Beim Wolfen wird das Fleisch stark zerkleinert. Dadurch entsteht eine riesige Oberfläche, auf der sich Bakterien wie Salmonellen, E. coli oder Listerien besonders wohlfühlen. Was vorher tief im Muskel saß, liegt jetzt offen und verteilt.

Dazu kommt der hohe Wasser- und Eiweißanteil. Beides beschleunigt das Keimwachstum zusätzlich, sobald die Temperatur steigt. Faschiertes verzeiht deshalb keine Nachlässigkeit an der Rampe.

Hackfleisch, Fleischzubereitung oder Faschiertes?

Für die richtige Prüfung solltest du wissen, was genau auf der Palette liegt. Die Begriffe klingen ähnlich, haben aber unterschiedliche Grenzwerte.

  • Hackfleisch (Faschiertes): reines, gewolftes Muskelfleisch ohne Zusätze wie Salz oder Gewürze.
  • Fleischzubereitung: Hackfleisch mit zugesetzten Zutaten, zum Beispiel gewürztes Mett, Bratwurstbrät oder mariniertes Hack.

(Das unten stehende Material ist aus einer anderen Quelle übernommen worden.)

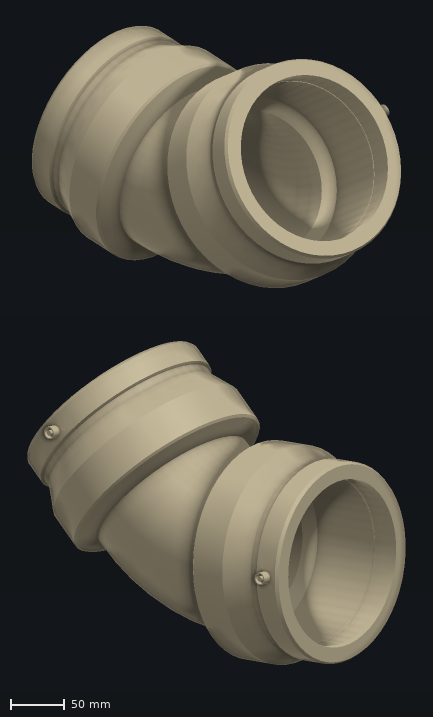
import cadquery as cq
import math

bend_angle = 45.0
bend_radius = 143.5
pipe_outer_radius = 83.5
pipe_inner_radius = 69.2

collar_radius = 192.5 / 2
groove_radius = 186.5 / 2
body_radius = 209.0 / 2
shoulder_radius = 102.3
bore_radius = 160.0 / 2
bead_radius = bore_radius - 0.5
mouth_chamfer_length = 3.0
mouth_chamfer_height = 2.0

collar_end = 25.5
bead_end = 28.0
groove_start = 27.0
groove_end = 34.8
body_start = 60.2
body_end = 95.7
shoulder_start = 97.8
socket_length = 105.5

terminal_diameter = 12.0
cup_diameter = 9.7
contact_diameter = 5.0
cup_depth = 6.3
terminal_depth = 14.5
overall_width = 209.5
terminal_tip = overall_width - body_radius
terminal_root = (bore_radius + collar_radius) / 2


def make_terminal():
    """Solid post pointing along +Y, with a ring-shaped cup sunk in its tip."""
    post = (
        cq.Workplane("XZ", origin=(terminal_depth, terminal_root, 0))
        .circle(terminal_diameter / 2)
        .extrude(terminal_root - terminal_tip)
    )
    cup = (
        cq.Workplane("XZ", origin=(terminal_depth, terminal_tip, 0))
        .circle(cup_diameter / 2)
        .circle(contact_diameter / 2)
        .extrude(cup_depth)
    )
    return post.cut(cup)


def make_socket():
    """Hollow socket with its mouth at X = 0 and its axis along +X."""
    profile = [
        (0, bore_radius),
        (0, collar_radius - mouth_chamfer_height),
        (mouth_chamfer_length, collar_radius),
        (collar_end, collar_radius),
        (groove_start, groove_radius),
        (groove_end, groove_radius),
        (body_start, body_radius),
        (body_end, body_radius),
        (shoulder_start, shoulder_radius),
        (socket_length, pipe_outer_radius),
        (socket_length, pipe_inner_radius),
        (body_end, bore_radius),
        (bead_end, bore_radius),
        (collar_end, bead_radius),
        (collar_end, bore_radius),
    ]
    shell = cq.Workplane("XY").polyline(profile).close().revolve(360, (0, 0, 0), (1, 0, 0))
    return shell.union(make_terminal())


def make_bend():
    """Pipe bent upward about an axis parallel to Y."""
    return (
        cq.Workplane("YZ", origin=(socket_length, 0, 0))
        .circle(pipe_outer_radius)
        .circle(pipe_inner_radius)
        .revolve(bend_angle, (0, bend_radius, 0), (-1, bend_radius, 0))
    )


def make_far_socket():
    """Second socket, the mirror image of the first about the middle of the bend."""
    bend_centre = cq.Vector(socket_length, 0, bend_radius)
    half_angle = math.radians(bend_angle / 2)
    mirror_normal = cq.Vector(math.cos(half_angle), 0, math.sin(half_angle))
    return make_socket().mirror(mirror_normal, bend_centre)


result = make_socket().union(make_bend()).union(make_far_socket())

Der Unterschied ist kein Wortspiel, sondern entscheidet über die zulässige Temperatur bei der Anlieferung. Die allgemeinen Regeln zur Warenannahme von Fleisch gelten auch hier, doch beim empfindlicheren Hackfleisch sind die Vorgaben strenger.

Gesetzliche Anforderungen bei der Warenannahme von Hackfleisch

Die wichtigsten Vorgaben stehen in der EU-Verordnung (EG) Nr. 853/2004 mit den spezifischen Hygienevorschriften für Lebensmittel tierischen Ursprungs. Sie regelt unter anderem die Temperaturen, die auch beim Transport und bei der Anlieferung gelten. Für frisches Hackfleisch gilt danach eine Höchsttemperatur von +2 °C.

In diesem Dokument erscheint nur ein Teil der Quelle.